EXERCISE:
Every line from the top of the material through the line holding "- Up to frame 3 (1.25 s): no input" should be copied exactly, and only those lines.

PROVIDED DATA:
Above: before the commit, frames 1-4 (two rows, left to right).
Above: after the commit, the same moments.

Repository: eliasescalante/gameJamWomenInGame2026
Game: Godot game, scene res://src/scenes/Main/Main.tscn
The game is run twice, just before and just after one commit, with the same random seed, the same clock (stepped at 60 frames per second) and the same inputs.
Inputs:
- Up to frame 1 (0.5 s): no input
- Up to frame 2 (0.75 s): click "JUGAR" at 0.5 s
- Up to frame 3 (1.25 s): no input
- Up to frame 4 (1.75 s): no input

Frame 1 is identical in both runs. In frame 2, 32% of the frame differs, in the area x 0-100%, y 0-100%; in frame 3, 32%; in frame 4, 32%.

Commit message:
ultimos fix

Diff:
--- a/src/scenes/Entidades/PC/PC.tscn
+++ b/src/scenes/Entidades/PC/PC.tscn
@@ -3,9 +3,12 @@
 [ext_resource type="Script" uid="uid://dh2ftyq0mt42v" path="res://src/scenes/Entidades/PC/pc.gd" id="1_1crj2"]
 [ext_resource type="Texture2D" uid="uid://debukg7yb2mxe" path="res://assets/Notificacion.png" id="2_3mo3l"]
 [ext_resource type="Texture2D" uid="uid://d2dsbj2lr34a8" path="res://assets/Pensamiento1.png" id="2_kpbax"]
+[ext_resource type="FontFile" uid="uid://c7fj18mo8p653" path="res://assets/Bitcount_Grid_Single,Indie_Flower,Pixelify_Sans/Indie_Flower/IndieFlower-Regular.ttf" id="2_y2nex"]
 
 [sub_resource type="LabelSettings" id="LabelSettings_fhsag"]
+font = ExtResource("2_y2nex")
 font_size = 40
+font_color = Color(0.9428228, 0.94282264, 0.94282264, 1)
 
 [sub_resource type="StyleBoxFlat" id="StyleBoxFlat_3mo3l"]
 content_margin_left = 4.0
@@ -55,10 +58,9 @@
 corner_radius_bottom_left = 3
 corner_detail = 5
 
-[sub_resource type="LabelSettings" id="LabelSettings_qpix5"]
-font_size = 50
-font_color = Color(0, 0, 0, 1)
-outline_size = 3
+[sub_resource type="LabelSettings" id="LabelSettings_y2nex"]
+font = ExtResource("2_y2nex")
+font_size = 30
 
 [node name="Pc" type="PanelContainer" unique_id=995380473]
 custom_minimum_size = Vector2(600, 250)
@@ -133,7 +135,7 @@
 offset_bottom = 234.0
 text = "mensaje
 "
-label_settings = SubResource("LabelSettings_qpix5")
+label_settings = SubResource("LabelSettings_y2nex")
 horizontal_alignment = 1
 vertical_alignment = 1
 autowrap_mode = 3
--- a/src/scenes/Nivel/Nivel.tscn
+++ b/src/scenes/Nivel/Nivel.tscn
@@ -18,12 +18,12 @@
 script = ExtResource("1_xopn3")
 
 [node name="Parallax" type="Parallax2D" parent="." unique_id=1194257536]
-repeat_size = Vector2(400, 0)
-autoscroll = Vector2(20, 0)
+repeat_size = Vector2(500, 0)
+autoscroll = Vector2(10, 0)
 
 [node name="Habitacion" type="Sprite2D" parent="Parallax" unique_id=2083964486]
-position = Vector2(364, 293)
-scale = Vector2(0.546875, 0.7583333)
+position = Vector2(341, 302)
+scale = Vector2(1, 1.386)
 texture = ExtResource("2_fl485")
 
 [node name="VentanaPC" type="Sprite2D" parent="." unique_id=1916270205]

WRITTEN SOLUTION:
Above: before the commit, frames 1-4 (two rows, left to right).
Above: after the commit, the same moments.

Repository: eliasescalante/gameJamWomenInGame2026
Game: Godot game, scene res://src/scenes/Main/Main.tscn
The game is run twice, just before and just after one commit, with the same random seed, the same clock (stepped at 60 frames per second) and the same inputs.
Inputs:
- Up to frame 1 (0.5 s): no input
- Up to frame 2 (0.75 s): click "JUGAR" at 0.5 s
- Up to frame 3 (1.25 s): no input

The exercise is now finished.